Title :
Application of a word-based text compression method to Japanese and Chinese texts
Author :
Yoshida, S. ; Morihara, T. ; Yahagi, H. ; Satoh, N.
Author_Institution :
Fujitsu Labs. Ltd., Atsugi, Japan
Abstract :
Summary form only given. 16-bit Asian language texts are difficult to compress using conventional 8-bit sampling text compression schemes. Recently the word-based text compression method has been studied with the intention of compressing Japanese and Chinese texts individually.
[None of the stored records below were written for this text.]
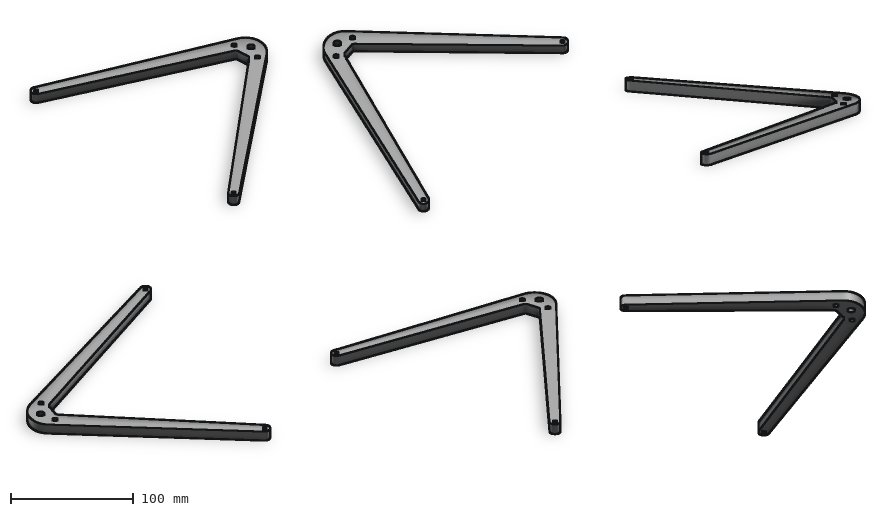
import cadquery as cq
import math

length = 214.5
depth = 166.5
thickness = 9.5

apex_radius = 17.5
tip_radius = 4.5

inner_flat_y = -10.7
inner_corner_x = 6.7
inner_fillet = 3.0

pivot_diameter = 6.0
side_hole_diameter = 4.0
side_hole_x = 12.0
side_hole_y = -6.9
tip_hole_diameter = 3.2

pivot_to_top = 10.0
apex_y = pivot_to_top - apex_radius
tip_x = length / 2 - tip_radius
tip_y = pivot_to_top - depth + tip_radius


def on_circle(x, y, radius, angle):
    return (x + radius * math.cos(angle), y + radius * math.sin(angle))


def mirrored(point):
    return (-point[0], point[1])


center_distance = math.hypot(tip_x, apex_y - tip_y)
center_line = math.atan2(tip_y - apex_y, tip_x)
outer_normal = center_line + math.acos((apex_radius - tip_radius) / center_distance)

corner_distance = math.hypot(tip_x - inner_corner_x, inner_flat_y - tip_y)
tip_to_corner = math.atan2(inner_flat_y - tip_y, inner_corner_x - tip_x)
inner_normal = tip_to_corner + math.acos(tip_radius / corner_distance)

apex_end = on_circle(0, apex_y, apex_radius, outer_normal)
tip_outer = on_circle(tip_x, tip_y, tip_radius, outer_normal)
tip_inner = on_circle(tip_x, tip_y, tip_radius, inner_normal)
tip_middle = on_circle(tip_x, tip_y, tip_radius, (outer_normal + inner_normal) / 2 - math.pi)
inner_corner = (inner_corner_x, inner_flat_y)


def make_body():
    outline = (
        cq.Workplane("XY")
        .moveTo(*mirrored(apex_end))
        .threePointArc((0, pivot_to_top), apex_end)
        .lineTo(*tip_outer)
        .threePointArc(tip_middle, tip_inner)
        .lineTo(*inner_corner)
        .lineTo(*mirrored(inner_corner))
        .lineTo(*mirrored(tip_inner))
        .threePointArc(mirrored(tip_middle), mirrored(tip_outer))
        .close()
    )
    body = outline.extrude(thickness)
    for side in (-1, 1):
        corner = cq.selectors.NearestToPointSelector((side * inner_corner_x, inner_flat_y, thickness / 2))
        body = body.edges("|Z").edges(corner).fillet(inner_fillet)
    return body


def drill(body, points, diameter):
    holes = cq.Workplane("XY").pushPoints(points).circle(diameter / 2).extrude(thickness)
    return body.cut(holes)


side_hole = (side_hole_x, side_hole_y)
tip_hole = (tip_x, tip_y)

result = make_body()
result = drill(result, [(0, 0)], pivot_diameter)
result = drill(result, [side_hole, mirrored(side_hole)], side_hole_diameter)
result = drill(result, [tip_hole, mirrored(tip_hole)], tip_hole_diameter)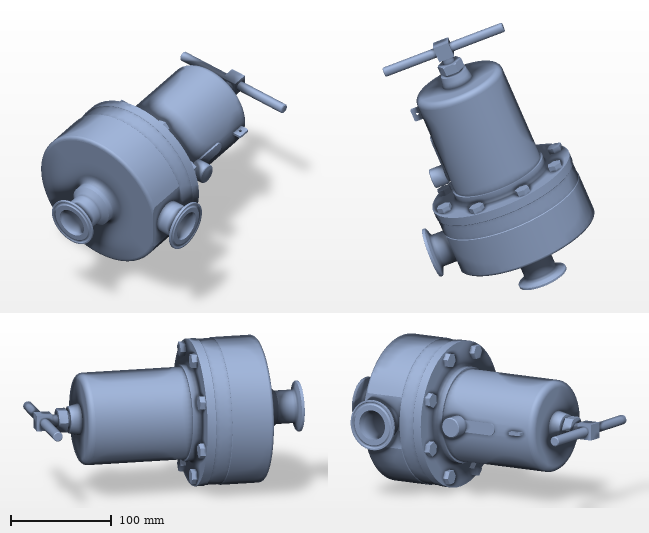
import cadquery as cq
import math

TOTAL_LENGTH = 269.0

FERRULE_RADIUS = 25.3
FERRULE_RIM = 2.7
FERRULE_BACK_ANGLE = math.radians(20)
FERRULE_BLEND = 2.3
PIPE_RADIUS = 16.7
BORE_RADIUS = 15.0
GROOVE_CENTER_RADIUS = 22.0
GROOVE_WIDTH = 3.2
GROOVE_DEPTH = 1.3
GROOVE_LIP = 0.3
FERRULE_CHAMFER = 0.5

CONE_START = 24.8
CONE_END = 31.0
NECK_RADIUS = 22.3
NECK_FILLET = 6.2

BODY_RADIUS = 73.5
BODY_BOTTOM = 42.5
BODY_TOP = 85.5
BODY_FILLET = 3.5
RIM_CHAMFER = 0.5
FLAT_X = 68.5
RING_RADIUS = 72.7
FLANGE_BOTTOM = 101.5
FLANGE_TOP = 111.0

OUTLET_FACE_X = 92.5
OUTLET_Y = 66.0

BOLT_COUNT = 8
BOLT_CIRCLE_RADIUS = 64.0
BOLT_HEAD_FLATS = 13.0
BOLT_HEAD_HEIGHT = 5.7
BOLT_HEAD_TURN = 4.0

COLLAR_RADIUS = 48.2
COLLAR_TOP = 119.8
COLLAR_FILLET = 3.0
BARREL_RADIUS = 46.0
BARREL_TOP = 224.7
BARREL_FILLET = 6.2

BOSS_BASE_RADIUS = 16.0
BOSS_TIP_RADIUS = 13.5
BOSS_TOP = 235.5
SHOULDER_RADIUS = 8.5
NUT_BOTTOM = 238.0
NUT_TOP = 247.0
NUT_FLATS = 22.0
NUT_CHAMFER = 1.0
STEM_RADIUS = 6.2

HANDLE_BLOCK = 16.0
HANDLE_LENGTH = 127.5
HANDLE_RADIUS = 4.8
HANDLE_CHAMFER = 0.8

PAD_FACE_X = 47.5
PAD_WIDTH = 12.0
PAD_LOW_CENTER = 136.0
PAD_HIGH_CENTER = 174.7
PORT_RADIUS = 10.0
PORT_END_X = 62.2
PORT_Y = 138.3
PORT_CHAMFER = 0.8
LUG_END_X = 55.0
LUG_Y = 208.0
LUG_WIDTH = 13.2
LUG_THICKNESS = 2.7
LUG_CORNER = 1.5
LUG_HOLE_X = 49.8
LUG_HOLE_RADIUS = 1.5


def disc(radius, bottom, top):
    """Cylinder on the main axis between two Y positions."""
    return cq.Workplane("XZ", origin=(0, bottom, 0)).circle(radius).extrude(bottom - top)


def x_cylinder(radius, start, end, y):
    """Cylinder parallel to X in the plane Z = 0."""
    return cq.Workplane("YZ", origin=(start, y, 0)).circle(radius).extrude(end - start)


def revolve_profile(profile):
    """Turn a closed XY outline about the Y axis."""
    return profile.close().revolve(360, (0, 0, 0), (0, 1, 0))


def ferrule_pipe(length):
    """Solid pipe stub along +Y with its clamp ferrule face at the origin."""
    sine = math.sin(FERRULE_BACK_ANGLE)
    cosine = math.cos(FERRULE_BACK_ANGLE)
    blend_center_x = PIPE_RADIUS + FERRULE_BLEND
    blend_start_x = blend_center_x - FERRULE_BLEND * sine
    blend_start_y = FERRULE_RIM + (FERRULE_RADIUS - blend_start_x) * sine / cosine
    rim_top = FERRULE_RIM + FERRULE_CHAMFER * sine / cosine
    blend_end_y = blend_start_y + FERRULE_BLEND * cosine
    middle = (math.pi / 2 - FERRULE_BACK_ANGLE) / 2
    blend_middle = (
        blend_center_x - FERRULE_BLEND * math.cos(middle),
        blend_end_y - FERRULE_BLEND * math.sin(middle),
    )
    pipe = revolve_profile(
        cq.Workplane("XY")
        .lineTo(FERRULE_RADIUS, 0)
        .lineTo(FERRULE_RADIUS, FERRULE_RIM - FERRULE_CHAMFER)
        .lineTo(FERRULE_RADIUS - FERRULE_CHAMFER, rim_top)
        .lineTo(blend_start_x, blend_start_y)
        .threePointArc(blend_middle, (PIPE_RADIUS, blend_end_y))
        .lineTo(PIPE_RADIUS, length)
        .lineTo(0, length)
    )
    groove = revolve_profile(
        cq.Workplane("XY")
        .moveTo(GROOVE_CENTER_RADIUS - GROOVE_WIDTH / 2, 0)
        .threePointArc(
            (GROOVE_CENTER_RADIUS, GROOVE_DEPTH),
            (GROOVE_CENTER_RADIUS + GROOVE_WIDTH / 2, 0),
        )
    )
    ferrule = pipe.cut(groove)
    for lip in (0, 1):
        lip_edge = cq.selectors.RadiusNthSelector(lip)
        ferrule = ferrule.faces("<Y").edges(lip_edge).fillet(GROOVE_LIP)
    return ferrule


def inlet_neck():
    """Cone widening from the inlet pipe, flared where it meets the body."""
    fillet_start = BODY_BOTTOM - NECK_FILLET
    fillet_inset = NECK_FILLET * (1 - math.sqrt(0.5))
    return revolve_profile(
        cq.Workplane("XY")
        .moveTo(0, CONE_START)
        .lineTo(PIPE_RADIUS, CONE_START)
        .lineTo(NECK_RADIUS, CONE_END)
        .lineTo(NECK_RADIUS, fillet_start)
        .threePointArc(
            (NECK_RADIUS + fillet_inset, BODY_BOTTOM - fillet_inset),
            (NECK_RADIUS + NECK_FILLET, BODY_BOTTOM),
        )
        .lineTo(0, BODY_BOTTOM)
    )


def valve_body():
    """Round body with both rims eased and a flat for the outlet."""
    body = disc(BODY_RADIUS, BODY_BOTTOM, BODY_TOP)
    body = body.faces("<Y").edges().fillet(BODY_FILLET)
    body = body.faces(">Y").edges().chamfer(RIM_CHAMFER)
    beyond_flat = cq.Workplane("XY").box(
        BODY_RADIUS, TOTAL_LENGTH, 2 * BODY_RADIUS, centered=(False, False, True)
    )
    return body.cut(beyond_flat.translate((FLAT_X, 0, 0)))


def flange():
    """Bolting flange with its lower rim broken."""
    return disc(BODY_RADIUS, FLANGE_BOTTOM, FLANGE_TOP).faces("<Y").edges().chamfer(RIM_CHAMFER)


def hexagon(flats, bottom, top):
    """Hexagonal prism on the main axis with two corners on the X axis."""
    across_corners = flats / math.cos(math.pi / 6)
    return (
        cq.Workplane("XZ", origin=(0, bottom, 0))
        .polygon(6, across_corners)
        .extrude(bottom - top)
    )


def flange_bolts():
    """Ring of bolt heads standing on the flange."""
    step = 360 / BOLT_COUNT
    head = hexagon(BOLT_HEAD_FLATS, FLANGE_TOP, FLANGE_TOP + BOLT_HEAD_HEIGHT)
    head = head.rotate((0, 0, 0), (0, 1, 0), -BOLT_HEAD_TURN)
    head = head.translate((BOLT_CIRCLE_RADIUS, 0, 0))
    bolts = cq.Workplane("XY")
    for index in range(BOLT_COUNT):
        bolts = bolts.add(head.rotate((0, 0, 0), (0, 1, 0), -step * (index + 0.5)))
    return bolts.combine()


def barrel():
    """Barrel with rounded top, foot collar and tapered boss."""
    shell = disc(BARREL_RADIUS, FLANGE_TOP, BARREL_TOP).faces(">Y").edges().fillet(BARREL_FILLET)
    inset = COLLAR_FILLET * (1 - math.sqrt(0.5))
    collar = revolve_profile(
        cq.Workplane("XY")
        .moveTo(0, FLANGE_TOP)
        .lineTo(COLLAR_RADIUS + COLLAR_FILLET, FLANGE_TOP)
        .threePointArc(
            (COLLAR_RADIUS + inset, FLANGE_TOP + inset),
            (COLLAR_RADIUS, FLANGE_TOP + COLLAR_FILLET),
        )
        .lineTo(COLLAR_RADIUS, COLLAR_TOP)
        .lineTo(0, COLLAR_TOP)
    )
    boss = revolve_profile(
        cq.Workplane("XY")
        .moveTo(0, BARREL_TOP)
        .lineTo(BOSS_BASE_RADIUS, BARREL_TOP)
        .lineTo(BOSS_TIP_RADIUS, BOSS_TOP)
        .lineTo(0, BOSS_TOP)
    )
    return shell.union(collar).union(boss)


def lock_nut():
    """Hexagon nut whose upper corners are turned off to a cone."""
    nut = hexagon(NUT_FLATS, NUT_BOTTOM, NUT_TOP)
    corner_radius = NUT_FLATS / 2 / math.cos(math.pi / 6)
    envelope = disc(corner_radius, NUT_BOTTOM, NUT_TOP).faces(">Y").edges().chamfer(NUT_CHAMFER)
    return nut.intersect(envelope)


def handle():
    """Stem, square block and round cross bar."""
    block_bottom = TOTAL_LENGTH - HANDLE_BLOCK
    center_y = TOTAL_LENGTH - HANDLE_BLOCK / 2
    stem = disc(STEM_RADIUS, NUT_TOP, block_bottom)
    block = cq.Workplane("XY").box(HANDLE_BLOCK, HANDLE_BLOCK, HANDLE_BLOCK)
    bar = x_cylinder(HANDLE_RADIUS, -HANDLE_LENGTH / 2, HANDLE_LENGTH / 2, center_y)
    bar = bar.faces("<X or >X").edges().chamfer(HANDLE_CHAMFER)
    return stem.union(block.translate((0, center_y, 0))).union(bar)


def side_pad_and_port():
    """Long round-ended pad on the barrel with a short round port on it."""
    pad_span = PAD_HIGH_CENTER - PAD_LOW_CENTER
    pad_center = (PAD_HIGH_CENTER + PAD_LOW_CENTER) / 2
    pad = (
        cq.Workplane("YZ", origin=(0, pad_center, 0))
        .slot2D(pad_span + PAD_WIDTH, PAD_WIDTH)
        .extrude(PAD_FACE_X)
    )
    port = x_cylinder(PORT_RADIUS, PAD_FACE_X, PORT_END_X, PORT_Y)
    return pad.union(port.faces(">X").edges().chamfer(PORT_CHAMFER))


def lug():
    """Thin tab with a cross hole near the top of the barrel."""
    tab = cq.Workplane("XY").box(
        LUG_END_X, LUG_WIDTH, LUG_THICKNESS, centered=(False, True, True)
    )
    tab = tab.edges("|Z and >X").fillet(LUG_CORNER)
    hole = (
        cq.Workplane("XY", origin=(LUG_HOLE_X, 0, 0))
        .circle(LUG_HOLE_RADIUS)
        .extrude(LUG_THICKNESS, both=True)
    )
    return tab.cut(hole).translate((0, LUG_Y, 0))


outlet = ferrule_pipe(OUTLET_FACE_X - FLAT_X).rotate((0, 0, 0), (0, 0, 1), 90)
outlet = outlet.translate((OUTLET_FACE_X, OUTLET_Y, 0))

valve = (
    valve_body()
    .union(disc(RING_RADIUS, BODY_TOP, FLANGE_BOTTOM))
    .union(flange())
    .union(inlet_neck())
    .union(ferrule_pipe(CONE_START))
    .union(outlet)
    .union(flange_bolts())
    .union(barrel())
    .union(side_pad_and_port())
    .union(lug())
    .union(disc(SHOULDER_RADIUS, BOSS_TOP, NUT_BOTTOM))
    .union(lock_nut())
    .union(handle())
)

inlet_bore = disc(BORE_RADIUS, 0, OUTLET_Y + BORE_RADIUS)
outlet_bore = x_cylinder(BORE_RADIUS, 0, OUTLET_FACE_X, OUTLET_Y)
result = valve.cut(inlet_bore).cut(outlet_bore)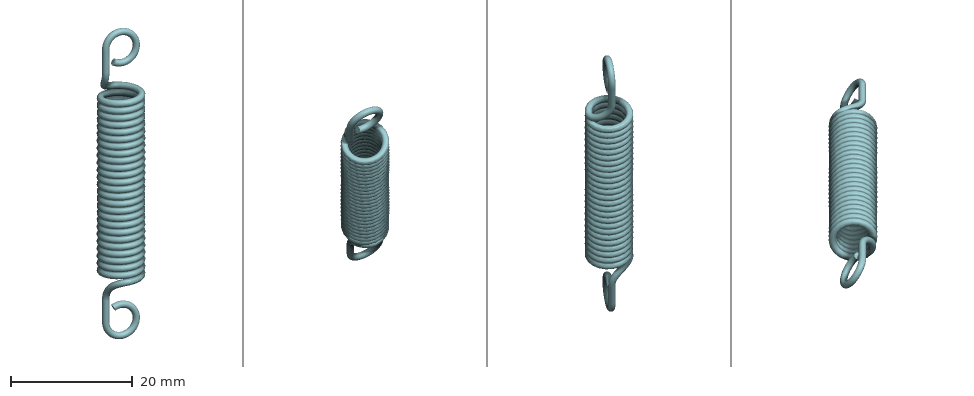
import cadquery as cq
import math

overall_length = 54.6
coil_outer_diameter = 8.0
wire_diameter = 1.2
coil_turns = 25.5
coil_height = 32.1
hook_radius = 2.75
hook_sweep = 300.0
shank_length = 4.0
bend_start_pull = 2.45
bend_end_pull = 2.45

wire_radius = wire_diameter / 2
coil_radius = coil_outer_diameter / 2 - wire_radius
pitch = coil_height / coil_turns
coil_end_z = coil_height / 2
hook_center_z = overall_length / 2 - wire_radius - hook_radius
shank_start_z = hook_center_z - shank_length


def sweep_wire(path, start, direction, frenet=False):
    """Sweep the round wire section along a path that starts at the given point."""
    section = cq.Workplane(cq.Plane(origin=start, normal=direction)).circle(wire_radius)
    return section.sweep(cq.Workplane(path), isFrenet=frenet)


def hook_point(angle):
    """Point on the hook centreline, measured in degrees from the shank over the crown."""
    turn = math.radians(angle)
    return cq.Vector(0, -hook_radius * math.cos(turn), hook_center_z + hook_radius * math.sin(turn))


def make_coil():
    """Right-handed helix from +X at the bottom to -X at the top."""
    start = cq.Vector(coil_radius, 0, -coil_end_z)
    helix = cq.Wire.makeHelix(pitch, coil_height, coil_radius).translate(cq.Vector(0, 0, -coil_end_z))
    direction = cq.Vector(0, 2 * math.pi * coil_radius, pitch)
    return sweep_wire(helix, start, direction, frenet=True)


def make_top_end():
    """Transition bend leaving the coil tangentially, straight shank and open hook."""
    coil_end = cq.Vector(-coil_radius, 0, coil_end_z)
    shank_start = cq.Vector(0, -hook_radius, shank_start_z)
    shank_end = hook_point(0)
    up = cq.Vector(0, 0, 1)
    coil_direction = cq.Vector(0, -2 * math.pi * coil_radius, pitch).normalized()

    bend = cq.Edge.makeBezier([
        coil_end,
        coil_end + coil_direction * bend_start_pull,
        shank_start - up * bend_end_pull,
        shank_start,
    ])
    shank = cq.Edge.makeLine(shank_start, shank_end)
    hook = cq.Edge.makeThreePointArc(shank_end, hook_point(hook_sweep / 2), hook_point(hook_sweep))

    bend_wire = sweep_wire(bend, coil_end, coil_direction)
    shank_wire = sweep_wire(shank, shank_start, up)
    hook_wire = sweep_wire(hook, shank_end, up)
    return bend_wire.union(shank_wire).union(hook_wire)


top_end = make_top_end()
bottom_end = top_end.rotate((0, 0, 0), (0, 1, 0), 180)

result = make_coil().union(top_end).union(bottom_end)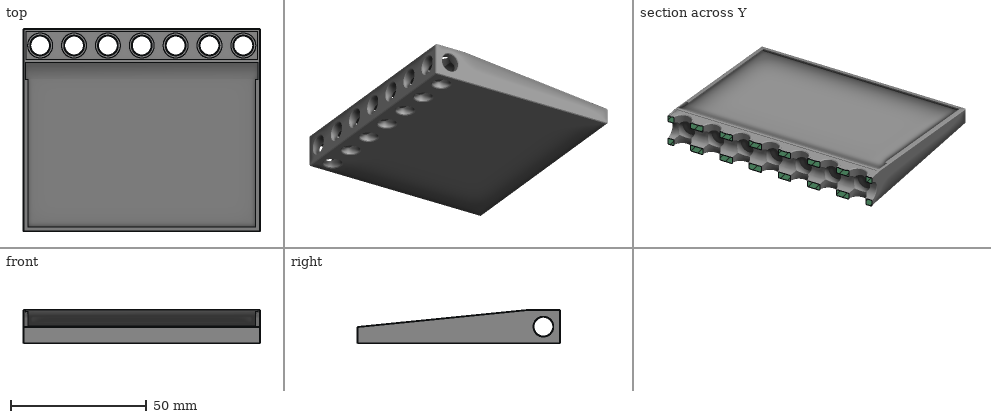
import cadquery as cq
import math

unit = 12.5
columns = 7
rows = 6
length = columns * unit
width = rows * unit
height = unit
front_height = unit / 2
edge_chamfer = 0.3

hole_diameter = 7.0
mouth_chamfer = 0.3
ring_diameter = 9.2

recess_inset = 1.0
recess_depth = 0.2

tray_wall = 0.75
tray_depth = 1.55
lip_overhang = 1.0
lip_thickness = 0.5
cove_length = unit / 2

beam_front = width - unit
beam_axis_y = width - unit / 2
beam_axis_z = height / 2
cove_foot = beam_front - cove_length
slope = (height - front_height) / beam_front
hole_positions = [(i - (columns - 1) / 2) * unit for i in range(columns)]


def slope_z(y, depth=0.0):
    """Height at y of the sloping top, or of a parallel plane lowered by depth."""
    return front_height + slope * y - depth


def extrude_across(profile, span):
    """Close a (Y, Z) profile and extrude it symmetrically along X."""
    return profile.close().extrude(span / 2, both=True)


def wedge_body():
    profile = (
        cq.Workplane("YZ")
        .moveTo(0, 0)
        .lineTo(width, 0)
        .lineTo(width, height)
        .lineTo(beam_front, height)
        .lineTo(0, front_height)
    )
    body = extrude_across(profile, length)
    return body.faces("<Y or >Y or <X or >X").edges().chamfer(edge_chamfer)


def tray_layer(margin, bottom_depth, top_depth):
    """Layer parallel to the sloping top, inset by margin from the front and sides, up to the cove."""
    profile = (
        cq.Workplane("YZ")
        .moveTo(margin, slope_z(margin, bottom_depth))
        .lineTo(cove_foot, slope_z(cove_foot, bottom_depth))
        .lineTo(cove_foot, slope_z(cove_foot, top_depth))
        .lineTo(margin, slope_z(margin, top_depth))
    )
    return extrude_across(profile, length - 2 * margin)


def tray_cutter():
    """Card space reaching under the lip, and the smaller opening inside the lip."""
    card_space = tray_layer(tray_wall, tray_depth, lip_thickness)
    opening = tray_layer(tray_wall + lip_overhang, tray_depth, 0)
    return card_space.union(opening)


def cove_cutter():
    """Concave arc from the beam's front edge down to the tray floor, tangent to the floor."""
    foot_z = slope_z(cove_foot, tray_depth)
    rise = height - foot_z
    chord_angle = math.atan2(rise, cove_length)
    half_sweep = chord_angle - math.atan(slope)
    sagitta = math.hypot(cove_length, rise) / 2 * math.tan(half_sweep / 2)
    arc_middle = (
        cove_foot + cove_length / 2 + sagitta * math.sin(chord_angle),
        foot_z + rise / 2 - sagitta * math.cos(chord_angle),
    )
    profile = (
        cq.Workplane("YZ")
        .moveTo(cove_foot, height)
        .lineTo(cove_foot, foot_z)
        .threePointArc(arc_middle, (beam_front, height))
    )
    return extrude_across(profile, length - 2 * tray_wall)


def beam_recess_cutter():
    floor = cq.Workplane("XY", origin=(0, beam_axis_y, height - recess_depth))
    recess = floor.rect(length - 2 * recess_inset, unit - 2 * recess_inset).extrude(recess_depth)
    rings = floor.pushPoints([(x, 0) for x in hole_positions]).circle(ring_diameter / 2).extrude(recess_depth)
    return recess.cut(rings)


def hole_cutter(span):
    """Hole of the given length along +Z from the origin, flared by a chamfer at its start."""
    radius = hole_diameter / 2
    bore = cq.Workplane("XY").circle(radius).extrude(span)
    mouth = cq.Workplane(cq.Solid.makeCone(radius + mouth_chamfer, radius, mouth_chamfer))
    return bore.union(mouth)


def through_hole_cutter(span):
    """Hole of the given length along +Z from the origin, flared at both ends."""
    hole = hole_cutter(span)
    return hole.union(hole.mirror("XY").translate((0, 0, span)))


def grid_holes():
    """One hole along the beam; at each grid position a vertical hole and a blind one from the back."""
    vertical = through_hole_cutter(height)
    crosswise = hole_cutter(unit).rotate((0, 0, 0), (1, 0, 0), 90)
    lengthwise = through_hole_cutter(length).rotate((0, 0, 0), (0, 1, 0), 90)
    cutter = lengthwise.translate((-length / 2, beam_axis_y, beam_axis_z))
    for x in hole_positions:
        cutter = cutter.union(vertical.translate((x, beam_axis_y, 0)))
        cutter = cutter.union(crosswise.translate((x, width, beam_axis_z)))
    return cutter


result = (
    wedge_body()
    .cut(tray_cutter())
    .cut(cove_cutter())
    .cut(beam_recess_cutter())
    .cut(grid_holes())
)

In order to compress a large number of small-sized Japanese documents, such as groupware and E-mail, we applied a semi-adaptive word-based method to Japanese at DCC´98. To further enable multilingual text compression, we also applied a static word-based method to both the Japanese and Chinese texts and evaluated compression characteristics and performance using a computer simulation
Keywords :
character sets; data compression; text analysis; 16-bit Asian language texts; 8-bit sampling; Chinese texts; E-mail; Japanese documents; groupware; multilingual text compression; semi-adaptive word-based method; word-based text compression; Compression algorithms; Computer simulation; Databases; Dictionaries; Laboratories; Natural languages; Sampling methods; Testing;
Conference_Titel :
Data Compression Conference, 1999. Proceedings. DCC '99
Conference_Location :
Snowbird, UT
Print_ISBN :
0-7695-0096-X
DOI :
10.1109/DCC.1999.785718